The material below holds a span beginning at the line with "dome_top_y = 113.0" and ending at the line with "yoke_outer_fillet = 14.4". Quote that span exactly, both ends included, and only that span.

● ● ●

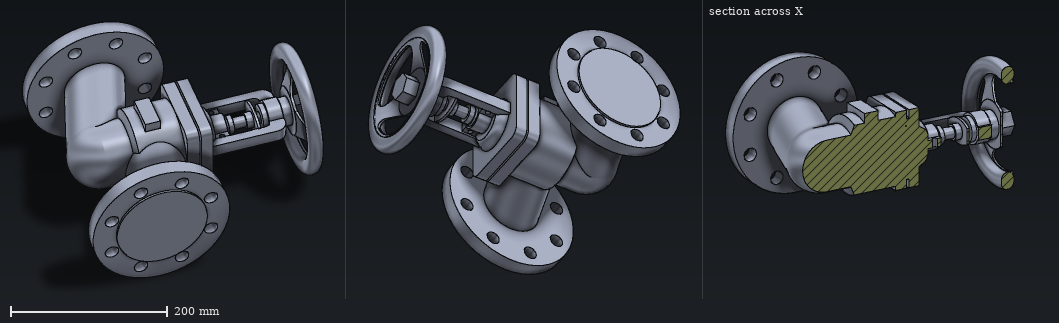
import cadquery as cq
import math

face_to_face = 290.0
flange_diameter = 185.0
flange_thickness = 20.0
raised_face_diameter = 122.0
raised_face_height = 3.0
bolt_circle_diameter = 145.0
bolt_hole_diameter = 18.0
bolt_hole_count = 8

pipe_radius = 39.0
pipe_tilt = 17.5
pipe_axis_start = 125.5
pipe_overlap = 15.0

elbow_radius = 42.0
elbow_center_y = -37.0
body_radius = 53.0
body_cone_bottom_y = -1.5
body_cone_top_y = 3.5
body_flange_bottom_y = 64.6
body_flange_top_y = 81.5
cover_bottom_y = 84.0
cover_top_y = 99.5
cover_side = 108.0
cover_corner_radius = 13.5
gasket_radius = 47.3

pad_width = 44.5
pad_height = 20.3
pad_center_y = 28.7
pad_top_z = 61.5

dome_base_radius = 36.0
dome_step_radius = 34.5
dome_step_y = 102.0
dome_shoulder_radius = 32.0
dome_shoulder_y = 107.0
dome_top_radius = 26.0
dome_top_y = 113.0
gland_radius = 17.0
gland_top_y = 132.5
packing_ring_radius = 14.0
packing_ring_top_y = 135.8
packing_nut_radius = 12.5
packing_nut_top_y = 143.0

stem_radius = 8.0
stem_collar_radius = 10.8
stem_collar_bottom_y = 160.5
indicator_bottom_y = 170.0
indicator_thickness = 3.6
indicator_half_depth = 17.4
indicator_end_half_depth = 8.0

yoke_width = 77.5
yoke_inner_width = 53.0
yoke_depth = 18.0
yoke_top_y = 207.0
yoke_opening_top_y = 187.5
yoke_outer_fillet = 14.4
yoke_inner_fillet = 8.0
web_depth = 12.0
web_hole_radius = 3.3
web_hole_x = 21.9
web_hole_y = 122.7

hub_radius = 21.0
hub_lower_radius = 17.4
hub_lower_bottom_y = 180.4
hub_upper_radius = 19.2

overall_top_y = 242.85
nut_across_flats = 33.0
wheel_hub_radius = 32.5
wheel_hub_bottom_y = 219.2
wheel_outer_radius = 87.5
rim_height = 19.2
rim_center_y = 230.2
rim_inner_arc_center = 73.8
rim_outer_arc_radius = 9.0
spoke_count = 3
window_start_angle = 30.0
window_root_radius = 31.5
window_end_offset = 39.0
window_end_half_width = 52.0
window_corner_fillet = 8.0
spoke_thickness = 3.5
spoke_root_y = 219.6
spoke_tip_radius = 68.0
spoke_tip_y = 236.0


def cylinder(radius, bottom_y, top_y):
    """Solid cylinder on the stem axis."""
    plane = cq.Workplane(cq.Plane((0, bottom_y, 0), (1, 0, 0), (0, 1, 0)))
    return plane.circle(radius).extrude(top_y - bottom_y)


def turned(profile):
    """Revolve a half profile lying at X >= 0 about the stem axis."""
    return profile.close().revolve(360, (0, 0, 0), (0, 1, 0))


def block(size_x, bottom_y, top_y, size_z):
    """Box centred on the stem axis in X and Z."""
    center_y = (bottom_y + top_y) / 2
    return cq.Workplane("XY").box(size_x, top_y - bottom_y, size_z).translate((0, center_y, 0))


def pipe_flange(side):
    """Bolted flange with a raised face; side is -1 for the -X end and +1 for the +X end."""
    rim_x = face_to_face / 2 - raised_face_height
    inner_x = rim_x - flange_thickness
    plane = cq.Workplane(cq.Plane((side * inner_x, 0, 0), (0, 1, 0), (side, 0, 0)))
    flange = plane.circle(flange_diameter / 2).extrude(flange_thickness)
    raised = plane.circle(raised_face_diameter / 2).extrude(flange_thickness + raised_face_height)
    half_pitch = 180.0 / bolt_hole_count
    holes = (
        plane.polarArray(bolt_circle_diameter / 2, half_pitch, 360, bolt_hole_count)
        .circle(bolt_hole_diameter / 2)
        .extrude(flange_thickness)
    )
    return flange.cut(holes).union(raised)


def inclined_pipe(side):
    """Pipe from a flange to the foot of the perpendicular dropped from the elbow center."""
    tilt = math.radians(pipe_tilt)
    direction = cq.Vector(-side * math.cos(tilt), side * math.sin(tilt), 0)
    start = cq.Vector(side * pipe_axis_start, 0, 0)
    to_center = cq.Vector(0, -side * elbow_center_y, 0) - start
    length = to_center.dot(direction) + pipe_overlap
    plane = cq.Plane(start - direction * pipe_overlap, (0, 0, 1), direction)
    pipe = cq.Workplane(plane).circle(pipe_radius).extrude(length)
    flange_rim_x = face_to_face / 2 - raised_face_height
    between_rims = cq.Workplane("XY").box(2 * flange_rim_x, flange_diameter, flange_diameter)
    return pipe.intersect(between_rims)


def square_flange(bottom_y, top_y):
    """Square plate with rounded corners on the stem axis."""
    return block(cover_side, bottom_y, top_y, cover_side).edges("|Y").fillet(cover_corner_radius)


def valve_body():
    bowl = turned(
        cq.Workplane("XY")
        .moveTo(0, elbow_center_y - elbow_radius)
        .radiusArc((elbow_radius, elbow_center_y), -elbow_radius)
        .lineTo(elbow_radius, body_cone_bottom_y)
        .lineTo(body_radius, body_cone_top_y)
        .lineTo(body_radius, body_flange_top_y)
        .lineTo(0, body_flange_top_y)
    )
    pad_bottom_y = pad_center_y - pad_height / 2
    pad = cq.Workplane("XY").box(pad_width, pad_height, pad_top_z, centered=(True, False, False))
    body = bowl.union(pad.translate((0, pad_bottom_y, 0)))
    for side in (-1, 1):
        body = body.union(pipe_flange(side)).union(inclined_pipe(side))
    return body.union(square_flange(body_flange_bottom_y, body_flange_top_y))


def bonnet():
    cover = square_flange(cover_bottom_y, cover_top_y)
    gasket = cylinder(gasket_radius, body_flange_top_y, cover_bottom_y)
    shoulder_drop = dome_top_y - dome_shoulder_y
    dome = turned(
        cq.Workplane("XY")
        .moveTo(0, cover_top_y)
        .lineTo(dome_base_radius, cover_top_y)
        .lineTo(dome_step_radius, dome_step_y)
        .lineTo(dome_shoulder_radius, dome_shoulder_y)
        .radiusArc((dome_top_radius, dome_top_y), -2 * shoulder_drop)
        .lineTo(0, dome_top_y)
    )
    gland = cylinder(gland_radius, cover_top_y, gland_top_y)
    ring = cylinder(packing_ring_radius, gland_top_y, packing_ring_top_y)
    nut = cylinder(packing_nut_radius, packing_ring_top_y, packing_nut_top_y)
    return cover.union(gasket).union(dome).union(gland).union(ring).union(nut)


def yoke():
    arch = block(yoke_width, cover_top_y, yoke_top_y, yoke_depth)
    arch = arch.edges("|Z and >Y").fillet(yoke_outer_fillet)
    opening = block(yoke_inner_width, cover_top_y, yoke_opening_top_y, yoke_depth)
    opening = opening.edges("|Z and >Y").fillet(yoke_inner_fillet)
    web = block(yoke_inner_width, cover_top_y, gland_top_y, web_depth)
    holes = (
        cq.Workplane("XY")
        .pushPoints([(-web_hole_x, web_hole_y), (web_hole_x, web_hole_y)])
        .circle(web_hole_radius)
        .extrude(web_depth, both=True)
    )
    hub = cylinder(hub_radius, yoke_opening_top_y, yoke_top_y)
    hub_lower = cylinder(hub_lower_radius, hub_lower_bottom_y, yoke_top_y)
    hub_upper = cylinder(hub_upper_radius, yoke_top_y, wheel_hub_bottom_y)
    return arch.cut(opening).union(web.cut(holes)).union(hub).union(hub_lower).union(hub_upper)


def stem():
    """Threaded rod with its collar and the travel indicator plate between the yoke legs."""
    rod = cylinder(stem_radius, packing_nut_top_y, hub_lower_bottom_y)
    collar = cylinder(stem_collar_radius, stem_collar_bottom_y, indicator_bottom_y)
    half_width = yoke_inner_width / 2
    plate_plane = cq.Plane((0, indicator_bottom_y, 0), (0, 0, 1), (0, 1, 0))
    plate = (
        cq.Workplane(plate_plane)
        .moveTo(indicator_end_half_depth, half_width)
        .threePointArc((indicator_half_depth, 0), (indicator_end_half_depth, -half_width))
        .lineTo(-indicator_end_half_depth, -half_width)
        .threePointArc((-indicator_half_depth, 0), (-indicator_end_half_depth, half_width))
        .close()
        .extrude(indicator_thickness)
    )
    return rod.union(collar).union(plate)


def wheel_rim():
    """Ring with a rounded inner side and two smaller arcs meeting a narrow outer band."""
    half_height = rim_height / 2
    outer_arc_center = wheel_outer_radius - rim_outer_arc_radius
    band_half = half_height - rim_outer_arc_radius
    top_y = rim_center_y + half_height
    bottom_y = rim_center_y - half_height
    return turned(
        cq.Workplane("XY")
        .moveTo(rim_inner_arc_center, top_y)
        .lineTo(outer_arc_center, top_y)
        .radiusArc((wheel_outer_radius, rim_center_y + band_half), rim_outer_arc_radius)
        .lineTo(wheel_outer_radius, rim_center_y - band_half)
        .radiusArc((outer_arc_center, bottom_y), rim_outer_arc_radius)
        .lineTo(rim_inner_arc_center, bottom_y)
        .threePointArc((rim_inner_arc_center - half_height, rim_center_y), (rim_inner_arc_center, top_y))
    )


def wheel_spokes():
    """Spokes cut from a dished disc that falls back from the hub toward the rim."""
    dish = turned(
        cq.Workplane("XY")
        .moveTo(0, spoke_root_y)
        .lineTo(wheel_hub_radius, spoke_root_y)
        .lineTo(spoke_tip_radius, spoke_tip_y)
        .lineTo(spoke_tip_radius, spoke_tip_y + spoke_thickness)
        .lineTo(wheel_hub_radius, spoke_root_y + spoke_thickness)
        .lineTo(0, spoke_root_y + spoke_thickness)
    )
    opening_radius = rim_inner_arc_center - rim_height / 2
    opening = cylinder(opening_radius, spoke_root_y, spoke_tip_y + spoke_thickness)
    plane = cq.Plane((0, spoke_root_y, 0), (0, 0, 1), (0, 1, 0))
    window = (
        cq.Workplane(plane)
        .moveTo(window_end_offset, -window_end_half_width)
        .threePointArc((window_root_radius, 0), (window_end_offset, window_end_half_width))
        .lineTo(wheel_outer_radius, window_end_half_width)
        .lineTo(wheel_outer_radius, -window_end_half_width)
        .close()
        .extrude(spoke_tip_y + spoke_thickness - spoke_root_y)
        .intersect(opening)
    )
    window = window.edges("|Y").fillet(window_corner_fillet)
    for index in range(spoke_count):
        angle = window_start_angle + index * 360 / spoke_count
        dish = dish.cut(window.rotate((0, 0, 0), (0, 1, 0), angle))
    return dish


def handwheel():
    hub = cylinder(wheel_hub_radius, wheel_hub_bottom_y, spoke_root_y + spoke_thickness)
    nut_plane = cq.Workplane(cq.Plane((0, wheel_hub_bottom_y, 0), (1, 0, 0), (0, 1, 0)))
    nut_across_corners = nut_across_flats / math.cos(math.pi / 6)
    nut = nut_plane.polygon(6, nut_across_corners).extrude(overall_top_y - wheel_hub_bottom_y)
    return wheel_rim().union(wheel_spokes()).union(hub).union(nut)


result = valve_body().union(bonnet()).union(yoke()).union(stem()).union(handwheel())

● ● ●

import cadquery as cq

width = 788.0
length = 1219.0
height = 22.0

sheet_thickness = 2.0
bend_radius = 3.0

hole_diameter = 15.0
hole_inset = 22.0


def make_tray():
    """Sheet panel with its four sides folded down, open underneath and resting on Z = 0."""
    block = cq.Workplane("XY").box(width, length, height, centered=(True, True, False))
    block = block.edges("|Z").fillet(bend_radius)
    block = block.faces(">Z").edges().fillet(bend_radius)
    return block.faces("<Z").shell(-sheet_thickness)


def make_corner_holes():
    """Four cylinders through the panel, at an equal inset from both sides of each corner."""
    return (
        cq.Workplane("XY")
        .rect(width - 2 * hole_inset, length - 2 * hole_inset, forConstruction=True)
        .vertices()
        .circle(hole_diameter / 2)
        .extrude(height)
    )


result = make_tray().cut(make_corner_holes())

● ● ●

— EXPECTED OUTPUT —
dome_top_y = 113.0
gland_radius = 17.0
gland_top_y = 132.5
packing_ring_radius = 14.0
packing_ring_top_y = 135.8
packing_nut_radius = 12.5
packing_nut_top_y = 143.0

stem_radius = 8.0
stem_collar_radius = 10.8
stem_collar_bottom_y = 160.5
indicator_bottom_y = 170.0
indicator_thickness = 3.6
indicator_half_depth = 17.4
indicator_end_half_depth = 8.0

yoke_width = 77.5
yoke_inner_width = 53.0
yoke_depth = 18.0
yoke_top_y = 207.0
yoke_opening_top_y = 187.5
yoke_outer_fillet = 14.4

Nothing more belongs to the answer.